The reason I'm skeptical this implicates higher-kinded type systems is that "List" and other "nested" types could be written as top-level types, except for the need to express that, for some given U, there is a 1:1 relation from an implementation of Base T to an implementation of List<T, U>. I'm not sure why more sophisticated type logic and reasoning would become necessary.

It's already possible to write statements like

struct Foo<T> {
	struct Bar<U> {

	}
}

And further, protocols can require parameterized functions, but for some reason cannot denote parameterized structs? This seems like an arbitrary constraint rather than a limitation of the type system, and the way the error is written led me to believe there's a different but "correct" syntax that does this, perhaps involving some special usage of associatedtype or primary associated types. I find it difficult to believe that people are writing complicated Swift programs without a way to parameterize structs.

Unfortunately, this will require even more reading.

Sorry, this thread is just restating what I already know.

You just answered your own question essentially. Today, G<U> always refers to some concrete G. If the left-hand side of the < becomes parameterized, it really does require more sophisticated type logic and reasoning.

It took the Rust folks several years to design and implement generic associated types: Generic associated types to be stable in Rust 1.65 | Rust Blog

That's just the same thing as this though:

struct Foo<T> {}
struct FooBar<T, U> {}

It is, with the condition that for some U there is a unique FooBar<T, U> associated with Foo<T> instead of zero or more arbitrary ones.

That’s one way to think about it, but the point is that in the generics implementation, nested scopes are flattened and erased. The fact that Bar is nested within Foo does not play a role after name lookup.

Correct, the 1:1 association only exists until compile time, but in order for this to compile at all, the functions need to know that FooBar<T, U> is the list associated with Foo<T> that other functions will be using, as opposed to some other struct like FooBaz<T, U>.

This role of associating two types together is normally performed by associatedtype, but that seems to be arbritarially restricted here.

I realize that this is only a simplification of your actual use case, but if it so happens that you only need to instantiate the associated type at a fixed set of types like Int and String, a blunt way to work around the limitation could be to have multiple associated types, so you have:

func foo<T: Base>(a: T, b: Int) -> T.ListOfInt {
  var a: T.ListOfInt
}

func foo<T: Base>(a: T, b: String) -> T.ListOfString {
  var b: T.ListOfString
}
...

You might also try seeing if U can be hoisted into a separate associated type of the conformance.

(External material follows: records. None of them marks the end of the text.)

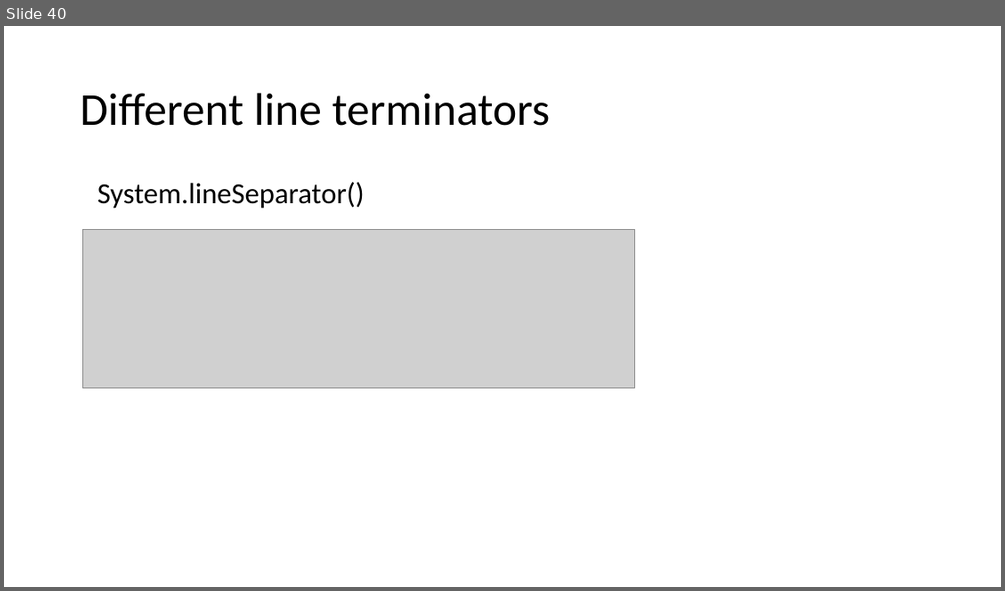
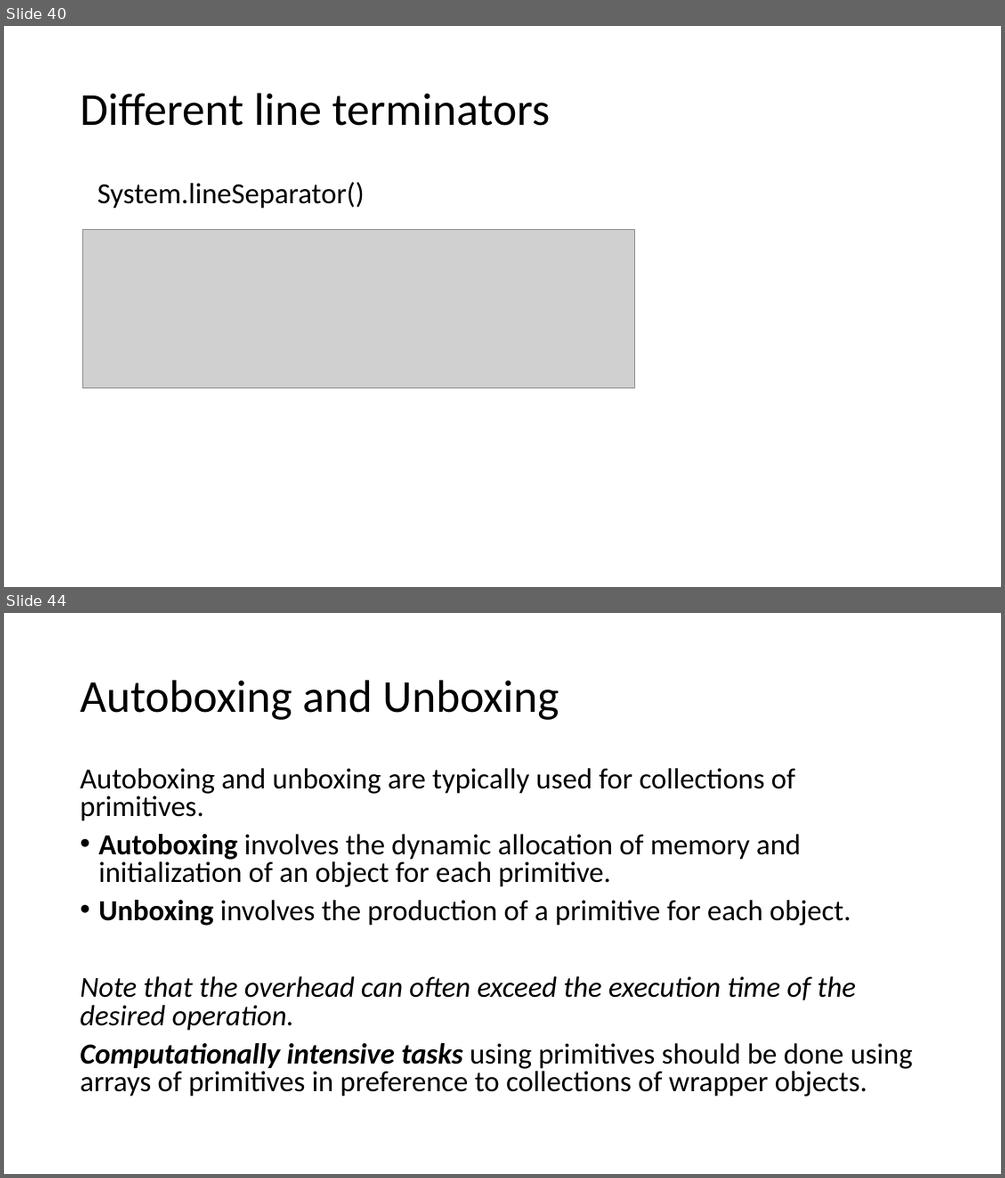
Before and after one commit to VeerababuK/Core-Java, a slide deck: Java Basics.pptx. Shown one above the other, each under a label of ours: slide 40 before the commit, slides 40 and 44 after it; the slides between them are not shown. The pictures are 1005x591 and 1005x1178 pixels, drawn with LibreOffice and Linux fonts; fonts in the diff are those of the drawing; grey boxes stand for pictures. Boxes give left, top, right and bottom in pixels: in the first picture for what was removed or moved away, otherwise in the second. Text is boxed around its words. In the diff, an @@ line names an element or a change of style, - is before the commit and + after.

```diff
--- a/Java Basics.pptx
+++ b/Java Basics.pptx
@@ slide 44 added at box(4, 613, 1001, 1174), background #FFFFFF @@
@@ title added at box(80, 680, 558, 720), 44 pt, text #000000 @@
+Autoboxing and Unboxing
@@ text added at box(80, 768, 913, 1096), 28 pt, text #000000 @@
+Autoboxing and unboxing are typically used for collections of primitives.
+• Autoboxing involves the dynamic allocation of memory and initialization of an object for each primitive.
+• Unboxing involves the production of a primitive for each object.
+Note that the overhead can often exceed the execution time of the desired operation.
+Computationally intensive tasks using primitives should be done using arrays of primitives in preference to collections of wrapper objects.
```
Also in this commit, not shown: 32 other slides added.

Would it be possible to express this as something like func foo<T: Base>(a: T, b: T.U) -> T.ListOfU, and then have the type T which conforms to Base be generic over U?

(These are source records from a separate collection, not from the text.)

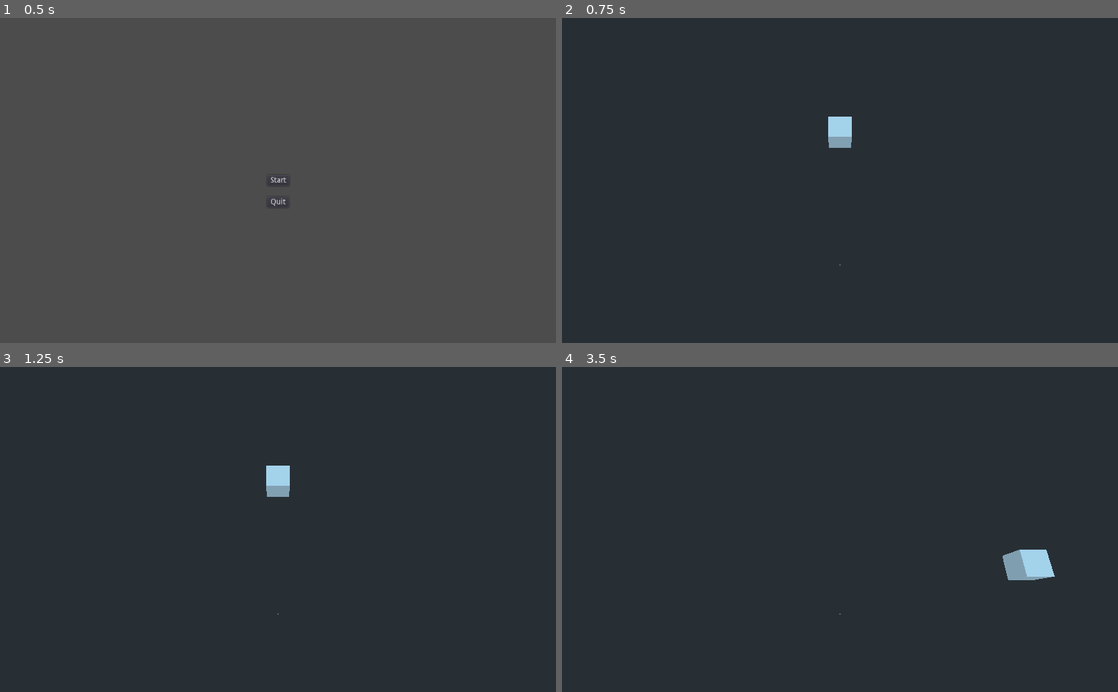
Above: before the commit, frames 1-4 (two rows, left to right).
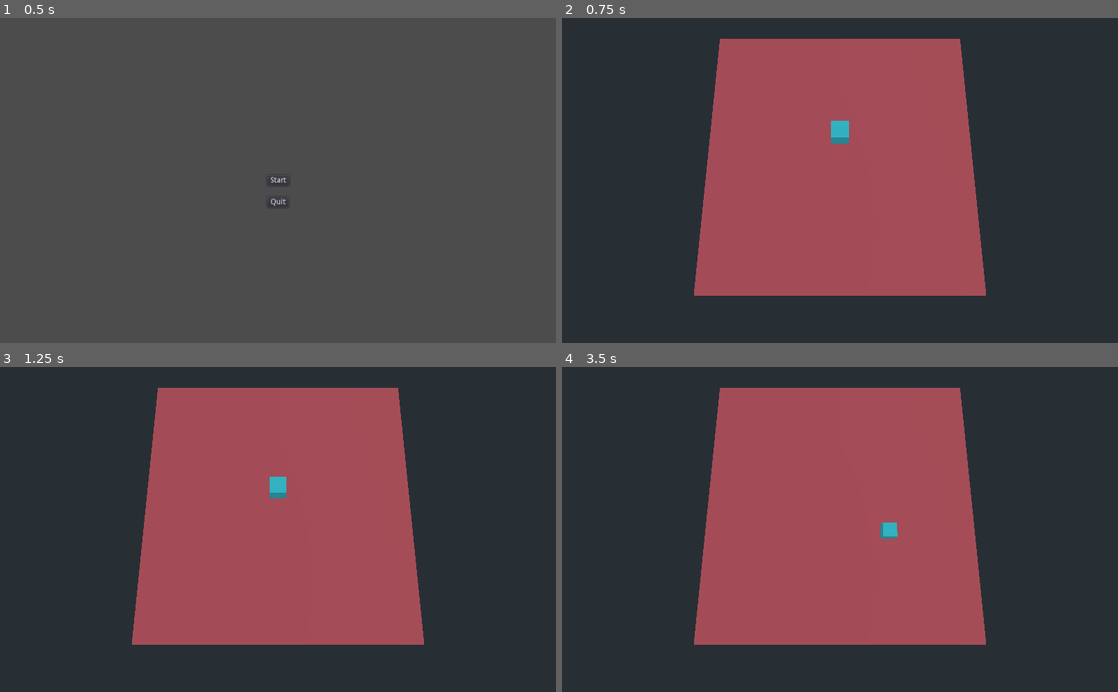
Above: after the commit, the same moments.

Repository: jamesaorson/into-the-crypt
Game: Godot game, scene res://ui/main_menu/main_menu.tscn
The game is run twice, just before and just after one commit, with the same random seed, the same clock (stepped at 60 frames per second) and the same inputs.
Inputs:
- Up to frame 1 (0.5 s): no input
- Up to frame 2 (0.75 s): click "Start" at 0.5 s
- Up to frame 3 (1.25 s): no input
- Up to frame 4 (3.5 s): tap Enter at 1.25 s; hold D (player_move_right) 1.28-2.03 s; hold S (player_move_backward) 2.03-2.78 s; hold D (player_move_right) from 2.78 s (still down)

Frame 1 is identical in both runs. In frame 2, 38% of the frame differs, in the area x 23-77%, y 6-86%; in frame 3, 38%; in frame 4, 39%, in the area x 23-89%, y 6-86%.

Commit message:
Add plane to move on and move relative to camera position

Diff:
--- a/ui/main_menu/main_menu.tscn
+++ b/ui/main_menu/main_menu.tscn
@@ -3,7 +3,6 @@
 [ext_resource path="res://ui/main_menu/main_menu.gd" type="Script" id=1]
 
 [node name="main_menu_control" type="Control"]
-editor/display_folded = true
 anchor_right = 1.0
 anchor_bottom = 1.0
 
--- a/world/player.gd
+++ b/world/player.gd
@@ -1,27 +1,47 @@
-extends CSGBox
+extends KinematicBody
 
-var velocity = 10
-var forward = { vector = Vector3(0, 0, 1), inputName = "player_move_forward" }
-var backward = { vector = -forward.vector, inputName = "player_move_backward" }
-var left = { vector = Vector3(1, 0, 0), inputName = "player_move_left" }
-var right = { vector = -left.vector, inputName = "player_move_right" }
+const FORWARD = { vector = Vector3(0, 0, 1), inputName = "player_move_forward" }
+const BACKWARD = { vector = -FORWARD.vector, inputName = "player_move_backward" }
+const LEFT = { vector = Vector3(1, 0, 0), inputName = "player_move_left" }
+const RIGHT = { vector = -LEFT.vector, inputName = "player_move_right" }
+const UP = { vector = Vector3(0, 1, 0), inputName = "player_move_up" }
+const DOWN = { vector = -UP.vector, inputName = "player_move_down" }
 
-var deadZone = 0.2
+var camera
+var gravity = -9.8
+var velocity = Vector3()
+
+const SPEED = 6
+const ACCELERATION = 3
+const DE_ACCELERATION = 5
 
 func _ready():
 	set_process(true)
+	camera = get_node("../Camera").get_global_transform()
 
-func _process(delta):
-	if Input.is_action_pressed(self.forward.inputName):
-		move(self.forward, self.velocity, delta)
-	if Input.is_action_pressed(self.backward.inputName):
-		move(self.backward, self.velocity, delta)
-	if Input.is_action_pressed(self.left.inputName):
-		move(self.left, self.velocity, delta)
-	if Input.is_action_pressed(self.right.inputName):
-		move(self.right, self.velocity, delta)
+func _physics_process(delta):
+	var direction = Vector3()
+	if (Input.is_action_pressed(self.FORWARD.inputName)):
+		direction += camera.basis[1]
+	if (Input.is_action_pressed(self.BACKWARD.inputName)):
+		direction += -camera.basis[1]
+	if (Input.is_action_pressed(self.LEFT.inputName)):
+		direction += -camera.basis[0]
+	if (Input.is_action_pressed(self.RIGHT.inputName)):
+		direction += camera.basis[0]
+	direction.y = 0
+	direction = direction.normalized()
 
-func move(direction, velocity, delta, deadZone = self.deadZone):
-	var strength = Input.get_action_strength(direction.inputName)
-	if abs(strength) > deadZone:
-		translate(direction.vector * strength * velocity * delta)
+	self.velocity.y += delta * self.gravity
+	var horizontalVelocity = self.velocity
+	horizontalVelocity.y = 0
+
+	var newPosition = direction * SPEED
+	var acceleration = DE_ACCELERATION
+
+	if (direction.dot(horizontalVelocity) > 0):
+		acceleration = ACCELERATION
+	horizontalVelocity = horizontalVelocity.linear_interpolate(newPosition, acceleration * delta)
+	self.velocity.x = horizontalVelocity.x
+	self.velocity.z = horizontalVelocity.z
+	self.velocity = move_and_slide(self.velocity, self.UP.vector)
--- a/world/world.tscn
+++ b/world/world.tscn
@@ -1,13 +1,38 @@
-[gd_scene load_steps=3 format=2]
+[gd_scene load_steps=7 format=2]
 
 [ext_resource path="res://world/world.gd" type="Script" id=1]
 [ext_resource path="res://world/player.gd" type="Script" id=2]
 
+[sub_resource type="BoxShape" id=1]
+
+[sub_resource type="SpatialMaterial" id=2]
+albedo_color = Color( 0.313726, 0.843137, 0.819608, 1 )
+
+[sub_resource type="BoxShape" id=3]
+
+[sub_resource type="SpatialMaterial" id=4]
+albedo_color = Color( 1, 0.360784, 0.360784, 1 )
+
 [node name="Spatial" type="Spatial"]
 script = ExtResource( 1 )
 
-[node name="Player" type="CSGBox" parent="."]
+[node name="Camera" type="Camera" parent="."]
+transform = Transform( -4.37114e-08, -0.984808, 0.173648, 0, 0.173648, 0.984808, -1, 4.30473e-08, -7.5904e-09, 10, 25, 0 )
+
+[node name="Player" type="KinematicBody" parent="."]
 script = ExtResource( 2 )
 
-[node name="Camera" type="Camera" parent="."]
-transform = Transform( -1, -8.21505e-008, 2.99003e-008, 0, 0.34202, 0.939693, -8.74228e-008, 0.939693, -0.34202, 0, 17.9153, -11.0499 )
+[node name="PlayerCollisionShape" type="CollisionShape" parent="Player"]
+shape = SubResource( 1 )
+
+[node name="PlayerBox" type="CSGBox" parent="Player"]
+material = SubResource( 2 )
+
+[node name="Ground" type="StaticBody" parent="."]
+transform = Transform( 20, 0, 0, 0, 1, 0, 0, 0, 20, 0, -10, 0 )
+
+[node name="GroundCollisionShape" type="CollisionShape" parent="Ground"]
+shape = SubResource( 3 )
+
+[node name="GroundBox" type="CSGBox" parent="Ground"]
+material = SubResource( 4 )

extension MyBase<Element>: Base {
  typealias U = Element
  typealias ListOfU = Array<Element>
}

For now I can get away with only needing two types, but that still means maintaining two copies of the same code just because generics don't work in this situation...
I think the solution that'll end up working is a combination of your solution with AnyHashable, since these types are always Hashable, and a wrapper around it to cast the AnyHashable value to the desired type.